Summer is the season when we always feel like eating refreshing food. Salads, cold soups, ice cream… Or why not something baked but cold with a nice fresh citrus touch – like this wonderful Lemon Tart with Orange Zest and Blackberries!
In fact that tart is semi-baked: only the crust is baked while the filling is no bake. And the very special thing about it is that it’s really, really simple. It is a combination of only 4 ingredients: condensed milk, lemon juice, grated white chocolate and orange zest. They are converted to a creamy texture thanks to a wonderful chemical reaction. But how does it happen, though?
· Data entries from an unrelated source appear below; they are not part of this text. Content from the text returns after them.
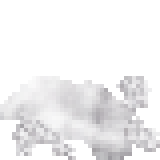
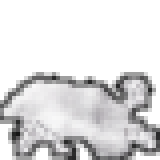
Before/after of a (160, 160) layered artwork. What changed in the layer stack:
added layer "outline" above "Main" over bbox(0, 72, 160, 160)
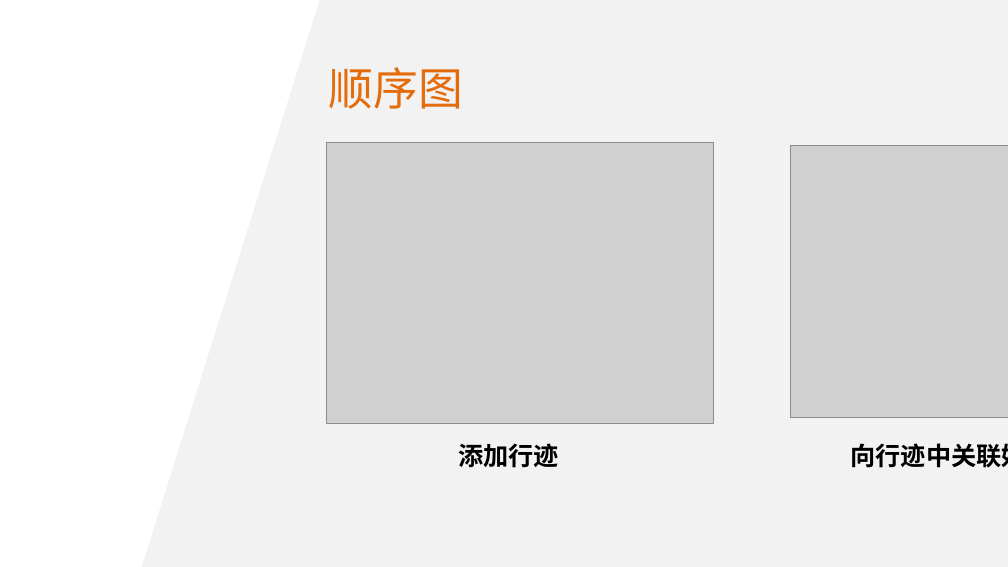
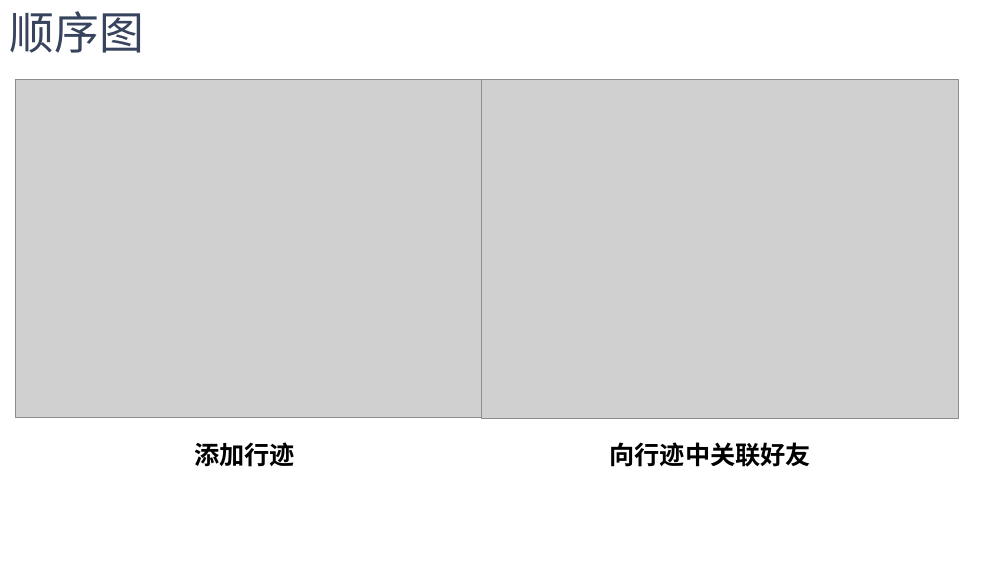
Before and after one commit to skyetim/travel_planning_website, a slide deck: slide 10 of doc/第二阶段课堂展示/第二阶段课堂展示.pptx (slide 7 before the commit). Drawn at 1008x567 pixels with LibreOffice and Linux fonts; fonts in the diff are those of the drawing; grey boxes stand for pictures; background and template pictures are left out. Boxes give left, top, right and bottom in pixels: in the first picture for what was removed or moved away, otherwise in the second. Text is boxed around its words. In the diff, an @@ line names an element or a change of style, - is before the commit and + after.

```diff
--- a/doc/第二阶段课堂展示/第二阶段课堂展示.pptx
+++ b/doc/第二阶段课堂展示/第二阶段课堂展示.pptx
@@ text "顺序图" moved from (x1=329, y1=67, x2=463, y2=109) to (x1=10, y1=11, x2=144, y2=53) @@
@@ text "顺序图" at (x1=10, y1=11, x2=144, y2=53): text colour #E46C0A to #38435D; vertical alignment middle to top @@
@@ trapezoid removed at (x1=142, y1=0, x2=1008, y2=566) @@
@@ picture resized from (x1=327, y1=143, x2=714, y2=423) to (x1=16, y1=80, x2=482, y2=417) @@
@@ picture resized from (x1=790, y1=145, x2=1008, y2=416) to (x1=482, y1=80, x2=959, y2=418) @@
@@ text added at (x1=194, y1=442, x2=295, y2=467), 18 pt, text #000000, bold @@
+添加行迹
@@ text at (x1=609, y1=442, x2=811, y2=467): text changed @@
-添加行迹 向行迹中关联好友
+向行迹中关联好友
```
Also in this commit, not shown: 7 other slides changed, 3 slides added.

Condensed milk + lemon juice – it is as simple as it sounds. I added also a pinch (or maybe two) of orange zest for additional citrus boost and some white chocolate for even creamier taste. But the main trick is just mixing well the condensed milk together with the sour lemon juice and then refrigerating the filling. The reason why it happens is a bit complicated in theory but there is a simple explanation: it works on the same principle as yogurt. We all know that when the milk ferments to yogurt it becomes thicker. Similar process happens when lemon juice is added to the condensed milk. Not that the filling tastes like yogurt: not at all. It tastes exactly like condensed milk with lemon juice: sweet and sour with a nice lemon flavour.
In fact the filling is not exactly thick – it is still creamy. Which means that you need to keep the pie cold in order to be able to serve the pieces in a good shape.
This is probably the easiest super tasty tart that you can make: you just need to bake the crust and when it cools down simply pour the prepared filling on top. Oh, and in case you prefer individual tarts or tartlets, that recipe would work pretty good with them as well – just decrease the baking time of the crusts to only 10-15 minutes.
And what about the blueberries? Well, as it is summer I though the best would be to serve them fresh. And I wasn’t wrong: their sweet and sour taste is simultaneously contrasting and matching the sweet and sour taste of the lemon filling. It is a nice symphony of flavours which will certainly leave you refreshed. To avoid extra sweetness I didn’t sprinkle powdered sugar on top of the fruits but you can do it if you like your desserts sweeter. I preferred to use powdered orange zest: a bio product I found in one shop. It was supposed to make the food smell like orange but I didn’t find its taste very strong. On the other hand the fantastic golden-orange colour that it left on the blackberries looks really pleasing.
Surely this Lemon Tart with Orange Zest and Blackberries will bring you a very nice and flavourful experience! You can bake it for any summer event or just for your own pleasure at home. It is a simple and delicious dessert suitable for any occasion.
adapted from Chowhound
- 105 g butter melted
- 2 tbs sugar
- 160 g all purpose flour
- 1/3 teaspoon salt
- 1 teaspoon lemon zest
- 200 g fresh blackberries
- powdered sugar or dried orange zest to sprinkle
In a large mixing bowl combine butter, sugar, lemon zest and salt. Stir until homogeneous.
Gradually add the flour and mix until a soft dough forms.
Wrap the dough in a cling film and leave it in the fridge for 30 - 60 minutes.
Preheat oven to 180 degrees C (350 degrees F).
Grease and flour the bottom and the sides of a 23-24 cm (about 9 inch) tart pan. Using your fingers press the dough to the bottom and the sides of the pan. Refrigerate for 15 more minutes.
Use a fork to make holes on the bottom of the crust. Bake for 20-25 minutes or until light golden-brown.
Let the crust cool completely before adding the filling.
In a large mixing bowl beat together condensed milk and lemon juice for 3-5 minutes. Add grated chocolate and orange zest and mix until combined.
Pour the filling into the cooled crust. Refrigerate for 3-4 hours.
Arrange the blueberries on top of the tart. Right before serving sprinkle with powdered sugar or dried orange zest.